The Fraser Government had lost a degree of popularity within the electorate by 1980. The economy had been performing poorly since the 1973 oil shock. However, Hayden was not seen as having great electoral prospects. Perhaps as evidence of this, then ACTU President Bob Hawke (elected to Parliament in the election as the Member for Wills) and then Premier of New South WalesNeville Wran featured heavily in the campaign, almost as heavily as Hayden.
In the election, Labor finished only 0.8 percent behind the Coalition on the two-party vote—a four-percent swing from 1977. However, due to the uneven nature of the swing, Labor came up 12 seats short of a majority, giving the Coalition a third term in government. Hayden, however, did manage to regain much of what Labor had lost in the previous two elections. Notably, he managed to more than halve Fraser's majority, from 48 seats at dissolution to 23.

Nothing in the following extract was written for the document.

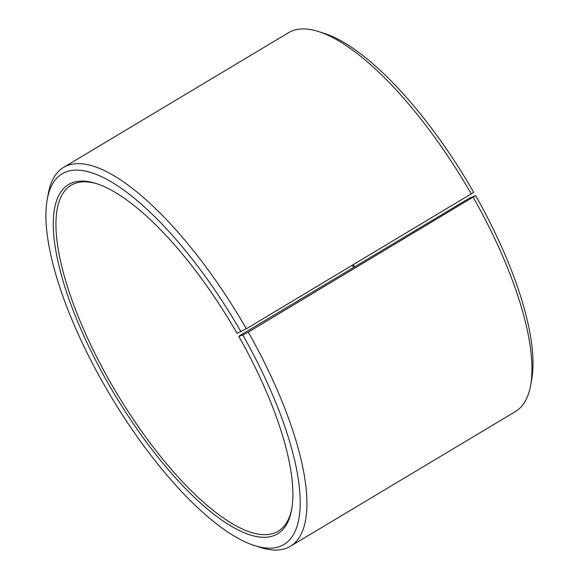 <?xml version="1.0" encoding="UTF-8"?>
<svg xmlns="http://www.w3.org/2000/svg" width="579" height="579" viewBox="0 0 579 579"><rect width="100%" height="100%" fill="white"/><g stroke="black" fill="none" stroke-linecap="round" stroke-linejoin="round"><path stroke-width="0.87" d="M352.307 265.341A201.593 67.627 -120.9 0 0 353.639 267.469M239.728 335.661L469.403 198.17L475.605 195.622L248.253 332.122L242.825 334.98L238.794 336.377L239.728 335.661M97.395 183.898A201.593 67.627 -120.9 0 0 71.079 185.28A201.593 67.627 -120.9 0 0 111.262 383.884A201.593 67.627 -120.9 0 0 278.173 531.211A201.593 67.627 -120.9 0 0 291.823 508.666M471.364 194.066A220.794 74.061 -120.9 0 0 318.624 31.577L324.312 33.401A215.989 72.455 -120.9 0 1 473.738 192.358L246.35 328.778L237.035 333.294A203.511 68.271 -120.9 0 0 96.252 183.521A203.511 68.271 -120.9 0 0 109.105 385.057A203.511 68.271 -120.9 0 0 291.613 509.86A203.511 68.271 -120.9 0 0 238.794 336.377M240.958 331.709A215.989 72.455 -120.9 0 0 47.268 199.256A215.989 72.455 -120.9 0 0 105.183 386.642A215.989 72.455 -120.9 0 0 254.608 545.599A215.989 72.455 -120.9 0 0 242.825 334.98M246.35 328.778A220.794 74.061 -120.9 0 0 63.545 167.418A220.794 74.061 -120.9 0 0 48.346 193.379L47.268 199.256M318.624 31.577A220.794 74.061 -120.9 0 0 288.559 32.706L63.545 167.418M353.306 264.748A203.511 68.271 -120.9 0 0 354.637 266.868M254.608 545.599L260.297 547.423A220.794 74.061 -120.9 0 0 290.361 546.294L515.382 411.582A220.794 74.061 -120.9 0 0 530.574 385.621L531.66 379.744A215.989 72.455 -120.9 0 0 475.605 195.622M530.574 385.621A220.794 74.061 -120.9 0 0 473.275 197.41M290.361 546.294A220.794 74.061 -120.9 0 0 248.253 332.122"/></g></svg>
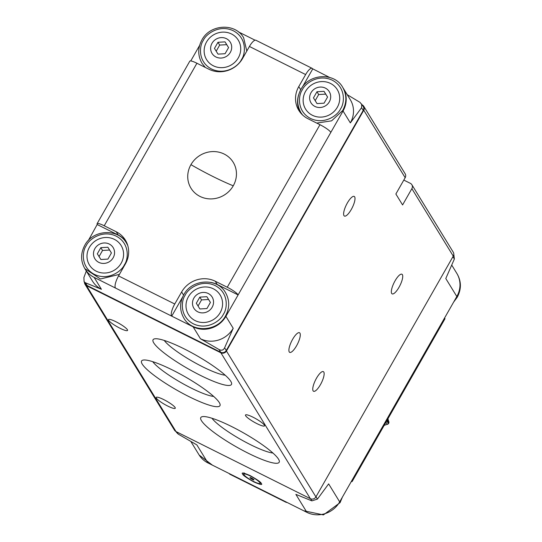 <?xml version="1.0" encoding="UTF-8"?>
<svg xmlns="http://www.w3.org/2000/svg" width="542" height="542" viewBox="0 0 542 542"><rect width="100%" height="100%" fill="white"/><g stroke="black" fill="none" stroke-linecap="round" stroke-linejoin="round"><path stroke-width="0.81" d="M233.25 185.811A24.769 23.252 148.5 0 1 200.012 196.428A24.769 23.252 148.5 0 1 190.94 164.673A24.769 23.252 148.5 0 1 224.178 154.057A24.769 23.252 148.5 0 1 233.25 185.811A76.171 13.252 -150.3 0 1 212.837 176.455A76.171 13.252 29.7 0 1 190.94 164.673M212.017 43.258A10.711 10.054 148.5 0 1 226.393 38.665A10.711 10.054 148.5 0 1 230.316 52.398A10.711 10.054 148.5 0 1 215.94 56.985A10.711 10.054 148.5 0 1 212.017 43.258M238.317 57.831A18.597 17.459 -31.5 0 0 231.509 33.983A18.597 17.459 -31.5 0 0 206.549 41.958A18.597 17.459 -31.5 0 0 213.358 65.799A18.597 17.459 -31.5 0 0 238.317 57.831M311.013 92.709A10.711 10.054 148.5 0 1 325.39 88.122A10.711 10.054 148.5 0 1 329.312 101.855A10.711 10.054 148.5 0 1 314.936 106.442A10.711 10.054 148.5 0 1 311.013 92.709M337.314 107.282A18.597 17.459 -31.5 0 0 330.505 83.441A18.597 17.459 -31.5 0 0 305.546 91.415A18.597 17.459 -31.5 0 0 312.355 115.256A18.597 17.459 -31.5 0 0 337.314 107.282M193.873 298.086A10.711 10.054 148.5 0 1 208.243 293.493A10.711 10.054 148.5 0 1 212.166 307.226A10.711 10.054 148.5 0 1 197.796 311.819A10.711 10.054 148.5 0 1 193.873 298.086M220.174 312.659A18.597 17.459 -31.5 0 0 213.365 288.811A18.597 17.459 -31.5 0 0 188.406 296.786A18.597 17.459 -31.5 0 0 195.215 320.634A18.597 17.459 -31.5 0 0 220.174 312.659M94.877 248.629A10.711 10.054 148.5 0 1 109.247 244.035A10.711 10.054 148.5 0 1 113.17 257.768A10.711 10.054 148.5 0 1 98.8 262.362A10.711 10.054 148.5 0 1 94.877 248.629M121.178 263.202A18.597 17.459 -31.5 0 0 114.362 239.354A18.597 17.459 -31.5 0 0 89.403 247.328A18.597 17.459 -31.5 0 0 96.219 271.176A18.597 17.459 -31.5 0 0 121.178 263.202M86.402 270.858L83.908 277.477L84.085 281.691L85.575 284.116A4.14 3.889 -31.5 0 0 87.086 285.498L220.73 352.259A4.14 3.889 -31.5 0 0 226.285 350.484L363.221 110.412A4.14 3.889 -31.5 0 0 363.215 106.483L360.044 102.397L347.212 94.674M255.086 40.203L238.297 31.815M329.57 77.418L312.551 68.746A10.352 3.076 -63.5 0 0 312.131 68.339L255.912 40.257A10.352 3.076 116.5 0 0 249.422 46.47L305.641 74.559A10.352 3.076 -63.5 0 1 312.131 68.339M85.033 268.947A24.424 22.927 -31.5 0 0 85.216 269.252A24.424 22.927 -31.5 0 0 94.118 277.375L193.121 326.826A24.424 22.927 -31.5 0 0 225.892 316.359L343.039 110.988L350.342 122.898L361.561 107.702L361.724 104.05M193.121 326.826L200.425 338.743L219.07 349.549C221.576 350.803 223.426 350.207 224.625 347.774L233.202 328.276L225.892 316.359M84.085 281.691L85.419 282.782L101.429 289.286L94.118 277.375M126.306 241.793A25.047 23.509 -31.5 0 0 118.258 235.059L116.239 231.773L104.22 225.77A10.352 1.802 29.7 0 0 97.093 223.683A10.352 1.802 29.7 0 0 97.248 224.395L88.36 240.479M199.619 45.42L190.764 60.941M350.342 122.898A24.424 22.927 -31.5 0 0 350.301 99.708L342.998 87.797A24.424 22.927 148.5 0 1 343.039 110.988M312.7 68.99L302.287 87.248M298.635 94.809A25.047 23.509 -31.5 0 0 299.895 111.97M171.577 315.898A10.352 3.076 -63.5 0 1 174.761 304.008L181.631 291.969A25.047 23.509 148.5 0 1 215.242 281.23L227.261 287.24A10.352 1.802 29.7 0 1 237.965 294.692M330.667 132.167A10.352 1.802 -150.3 0 0 319.963 124.707L307.944 118.705A25.047 23.509 148.5 0 1 298.811 110.378A25.047 23.509 148.5 0 1 298.771 86.598L305.641 74.559M238.114 294.936L217.254 284.516A25.047 23.509 -31.5 0 0 210.574 282.348M182.634 297.023L171.726 316.142M200.425 338.743A24.424 22.927 -31.5 0 0 233.202 328.276M116.239 231.773A25.047 23.509 148.5 0 1 125.371 240.106A25.047 23.509 148.5 0 1 125.412 263.886L118.549 275.925A10.352 3.076 116.5 0 0 115.365 287.816M118.258 235.059L97.397 224.639M85.216 269.252L92.526 281.163A24.424 22.927 -31.5 0 0 101.429 289.286M104.22 225.77L196.922 63.245A10.352 1.802 -150.3 0 0 189.802 61.158L97.093 223.683M196.922 63.245L208.948 69.247A25.047 23.509 148.5 0 0 242.559 58.509L249.422 46.47M225.018 41.869L228.568 47.588L225.072 53.719L218.019 54.132L214.469 48.421L217.965 42.29L225.018 41.869L226.732 44.668L219.679 45.081L217.965 42.29M324.014 91.327L327.571 97.045L324.069 103.176L317.016 103.59L313.466 97.878L316.962 91.74L324.014 91.327L325.728 94.125L318.676 94.538L316.962 91.74M206.875 296.698L210.425 302.416L206.929 308.547L199.876 308.967L196.319 303.249L199.822 297.118L206.875 296.698L208.589 299.496L201.536 299.909L199.822 297.118M107.872 247.24L111.428 252.958L107.933 259.09L100.88 259.51L97.323 253.792L100.819 247.66L107.872 247.24L109.592 250.038L102.54 250.458L100.819 247.66M219.679 45.081L216.19 51.199M228.561 47.608L226.732 44.668M318.676 94.538L315.193 100.649M327.558 97.059L325.728 94.125M201.536 299.909L198.047 306.027M210.418 302.436L208.589 299.496M102.54 250.458L99.05 256.569M111.415 252.978L109.592 250.038M289.238 351.927A10.969 3.259 -63.5 0 1 292.138 340.193A10.969 3.259 -63.5 0 1 299.496 332.734A10.969 3.259 -63.5 0 1 299.943 333.161A10.969 3.259 -63.5 0 1 297.05 344.895A10.969 3.259 -63.5 0 1 289.692 352.361A10.969 3.259 -63.5 0 1 289.238 351.927M313.1 390.836A10.969 3.259 -63.5 0 1 316 379.102A10.969 3.259 -63.5 0 1 323.357 371.636A10.969 3.259 -63.5 0 1 323.804 372.069A10.969 3.259 -63.5 0 1 320.911 383.804A10.969 3.259 -63.5 0 1 313.554 391.263A10.969 3.259 -63.5 0 1 313.1 390.836M343.96 215.628A10.969 3.259 -63.5 0 1 346.853 203.894A10.969 3.259 -63.5 0 1 354.217 196.428A10.969 3.259 -63.5 0 1 354.664 196.861A10.969 3.259 -63.5 0 1 351.772 208.595A10.969 3.259 -63.5 0 1 344.407 216.055A10.969 3.259 -63.5 0 1 343.96 215.628M391.683 293.439A10.969 3.259 -63.5 0 1 394.576 281.704A10.969 3.259 -63.5 0 1 401.94 274.238A10.969 3.259 -63.5 0 1 402.388 274.672A10.969 3.259 -63.5 0 1 399.495 286.406A10.969 3.259 -63.5 0 1 392.13 293.866A10.969 3.259 -63.5 0 1 391.683 293.439M108.644 320.336A10.969 1.911 29.7 0 1 108.488 319.577A10.969 1.911 29.7 0 1 117.492 322.544A10.969 1.911 29.7 0 1 127.384 329.692A10.969 1.911 29.7 0 1 127.546 330.451A10.969 1.911 29.7 0 1 118.535 327.483A10.969 1.911 29.7 0 1 108.644 320.336M156.367 398.14A10.969 1.911 29.7 0 1 156.211 397.388A10.969 1.911 29.7 0 1 165.215 400.355A10.969 1.911 29.7 0 1 175.107 407.503A10.969 1.911 29.7 0 1 175.262 408.262A10.969 1.911 29.7 0 1 166.258 405.294A10.969 1.911 29.7 0 1 156.367 398.14M245.648 415.761A10.969 1.911 29.7 0 1 245.485 415.003A10.969 1.911 29.7 0 1 254.496 417.97A10.969 1.911 29.7 0 1 264.388 425.118A10.969 1.911 29.7 0 1 264.543 425.877A10.969 1.911 29.7 0 1 255.539 422.909A10.969 1.911 29.7 0 1 245.648 415.761M153.725 342.856A45.121 7.852 29.7 0 1 154.375 338.899A45.121 7.852 29.7 0 1 193.616 353.858A45.121 7.852 29.7 0 1 230.804 381.358A45.121 7.852 29.7 0 1 231.529 382.903A45.121 7.852 29.7 0 1 197.884 374.088A45.121 7.852 29.7 0 1 153.725 342.856M201.448 420.66A45.121 7.852 29.7 0 1 202.098 416.71A45.121 7.852 29.7 0 1 241.339 431.669A45.121 7.852 29.7 0 1 278.527 459.169A45.121 7.852 29.7 0 1 279.252 460.714A45.121 7.852 29.7 0 1 245.607 451.899A45.121 7.852 29.7 0 1 201.448 420.66M142.228 364.095A45.121 7.852 29.7 0 1 142.878 360.139A45.121 7.852 29.7 0 1 182.119 375.098A45.121 7.852 29.7 0 1 219.307 402.598A45.121 7.852 29.7 0 1 220.032 404.149A45.121 7.852 29.7 0 1 186.394 395.328A45.121 7.852 29.7 0 1 142.228 364.095M152.729 361.677A37.683 6.558 -150.3 0 0 191.184 388.052A37.683 6.558 -150.3 0 0 213.697 396.446M226.441 351.02L315.918 496.912L453.261 256.129L411.873 188.657L402.584 204.944L395.87 194.002L405.165 177.708L363.777 110.236L226.441 351.02A4.14 3.889 148.5 0 1 220.885 352.795L310.363 498.687L176.008 431.567A4.14 3.889 -31.5 0 1 174.497 430.192L85.019 284.299A4.14 3.889 148.5 0 1 84.477 282.328M363.777 110.236A4.14 3.889 -31.5 0 0 363.77 106.307L405.159 173.779A4.14 3.889 148.5 0 1 405.165 177.708M411.873 188.657A4.14 3.889 -31.5 0 0 410.355 183.345L403.817 180.079M453.261 256.129A4.14 3.889 -31.5 0 0 453.254 252.199L411.866 184.72M315.918 496.912A4.14 3.889 148.5 0 1 310.363 498.687M363.77 106.307A4.14 3.889 -31.5 0 0 362.266 104.931M220.885 352.795L86.53 285.675A4.14 3.889 148.5 0 1 85.019 284.299M164.226 340.43A37.683 6.558 -150.3 0 0 192.647 361.439A37.683 6.558 -150.3 0 0 225.187 375.206M211.949 418.241A37.683 6.558 -150.3 0 0 240.363 439.25A37.683 6.558 -150.3 0 0 272.911 453.017M260.384 482.414A9.729 1.694 29.7 0 1 260.472 482.549A9.729 1.694 29.7 0 1 260.614 483.22A9.729 1.694 29.7 0 1 260.336 483.403L259.787 483.545A9.316 1.619 29.7 0 1 251.684 480.456A9.316 1.619 29.7 0 1 244.008 474.778A9.316 1.619 29.7 0 1 243.859 474.46A9.316 1.619 29.7 0 1 250.804 476.282A9.316 1.619 29.7 0 1 259.916 482.726A9.316 1.619 29.7 0 1 259.787 483.545M253.907 479.724A2.276 0.393 -150.3 0 0 252.03 478.335A2.276 0.393 -150.3 0 0 250.052 477.583A2.276 0.393 -150.3 0 0 250.018 477.78A2.276 0.393 -150.3 0 0 252.247 479.358A2.276 0.393 -150.3 0 0 253.947 479.806A2.276 0.393 -150.3 0 0 253.907 479.724M385.951 422.245L387.266 424.386A2.073 1.944 148.5 0 0 388.465 423.648A41.192 38.665 -31.5 0 0 388.648 423.329A41.192 38.665 -31.5 0 0 388.831 423.004L387.117 420.206M452.936 256.691L454.365 259.022L445.788 278.52L456.825 296.515L339.685 501.885A24.424 22.927 148.5 0 1 306.907 512.359L207.904 462.902A24.424 22.927 148.5 0 1 199.002 454.779L191.055 441.825M339.685 501.885L328.648 483.891L317.429 499.094L311.874 500.869L295.871 494.365L306.907 512.359M207.904 462.902L196.868 444.907L178.23 434.101L176.55 432.441L86.53 285.675M454.365 259.022L453.796 254.164M456.825 296.515A24.424 22.927 -31.5 0 0 456.784 273.324L451.953 265.445M286.914 502.373A10.352 3.076 -63.5 0 1 286.088 502.319A10.352 3.076 -63.5 0 1 285.661 501.912M229.449 473.83A10.352 3.076 116.5 0 0 229.869 474.236L286.088 502.319M352.049 480.707A10.352 1.802 29.7 0 1 352.198 481.418L444.907 318.892A10.352 1.802 -150.3 0 0 444.752 318.181M352.198 481.418A10.352 1.802 29.7 0 1 351.236 481.635M243.859 474.46L243.697 473.918A9.729 1.694 29.7 0 1 243.717 473.579A9.729 1.694 29.7 0 1 244.523 473.369M387.266 424.386A15.522 14.573 -31.5 0 0 384.129 425.443M388.011 418.634A15.522 14.573 -31.5 0 0 388.817 421.662A2.073 1.944 148.5 0 1 388.831 423.004M388.465 423.648L386.744 420.856M86.198 245.729C88.624 239.754 101.916 229.347 116.198 236.143C130.182 243.466 128.339 259.591 124.382 264.801C121.957 270.776 108.664 281.183 94.383 274.387C80.399 267.064 82.242 250.939 86.198 245.729M185.195 295.187C187.62 289.204 200.913 278.805 215.194 285.6C229.178 292.924 227.342 309.048 223.379 314.258C220.96 320.234 207.661 330.64 193.379 323.845C179.402 316.521 181.238 300.397 185.195 295.187M302.341 89.809C304.76 83.834 318.059 73.427 332.334 80.23C346.318 87.547 344.482 103.678 340.525 108.888C338.1 114.863 324.807 125.27 310.525 118.468C296.542 111.151 298.378 95.019 302.341 89.809M203.338 40.352C205.764 34.376 219.056 23.97 233.338 30.772C247.321 38.089 245.485 54.22 241.529 59.43C239.103 65.406 225.804 75.812 211.529 69.017C197.545 61.693 199.381 45.562 203.338 40.352M226.285 350.484L224.625 347.774M361.561 107.702L363.221 110.412M87.086 285.498L85.419 282.782M219.07 349.549L220.73 352.259M319.963 124.707L227.261 287.24M174.761 304.008L118.549 275.925M298.771 86.598L300.708 89.755M215.242 281.23L217.254 284.516M183.569 295.126L181.631 291.969M261.332 483.437C260.932 482.177 257.152 479.541 249.984 475.53C243.588 472.773 241.129 472.285 242.592 474.074C242.992 475.327 246.779 477.963 253.941 481.974C260.336 484.738 262.802 485.226 261.332 483.437M310.607 498.796L311.874 500.869M178.23 434.101L176.963 432.042M317.429 499.094L316 496.763M388.817 421.662L387.503 419.522M205.289 67.425L201.983 63.272C197.708 55.691 197.681 47.913 201.915 39.939C209.998 24.126 235.343 22.676 243.622 37.73L246.793 51.084M302.558 114.965L300.986 112.729C296.704 105.148 296.684 97.37 300.912 89.396C308.994 73.583 334.339 72.133 342.625 87.187C346.9 94.769 346.927 102.546 342.693 110.521L331.616 120.839L316.724 123.088M225.479 292.558C229.761 300.139 229.781 307.917 225.553 315.891C217.471 331.704 192.119 333.154 183.84 318.1C179.565 310.519 179.537 302.741 183.772 294.767C191.854 278.954 217.2 277.504 225.479 292.558M119.423 274.381L100.48 278.988L84.843 268.642C80.562 261.061 80.541 253.283 84.776 245.309C92.858 229.503 118.203 228.047 126.482 243.107L127.763 245.519M244.117 472.875L243.649 473.254L250.065 475.591C257.802 480.192 261.407 482.665 260.878 483.024L260.926 483.105M453.64 302.097L457.224 297.267C461.459 289.286 461.438 281.508 457.157 273.934L456.967 273.629M342.381 497.156L340.085 502.637L323.438 514.9L303.703 510.76M212.43 465.158L199.192 455.077"/></g></svg>

In the subsequent term, the government delivered budgets significantly in deficit, and Fraser was challenged for the Liberal leadership by Andrew Peacock. The Australian Democrats made further gains, winning the balance of power in the Senate. From July 1981 (when those senators elected at the 1980 election took up their positions) no Federal Government in Australia had a Senate majority until the Howard Government won such a majority in 2004.
Prior to 1984 the AEC did not undertake a full distribution of preferences for statistical purposes. The stored ballot papers for the 1983 election were put through this process prior to their destruction. Therefore, the figures from 1983 onwards show the actual result based on full distribution of preferences.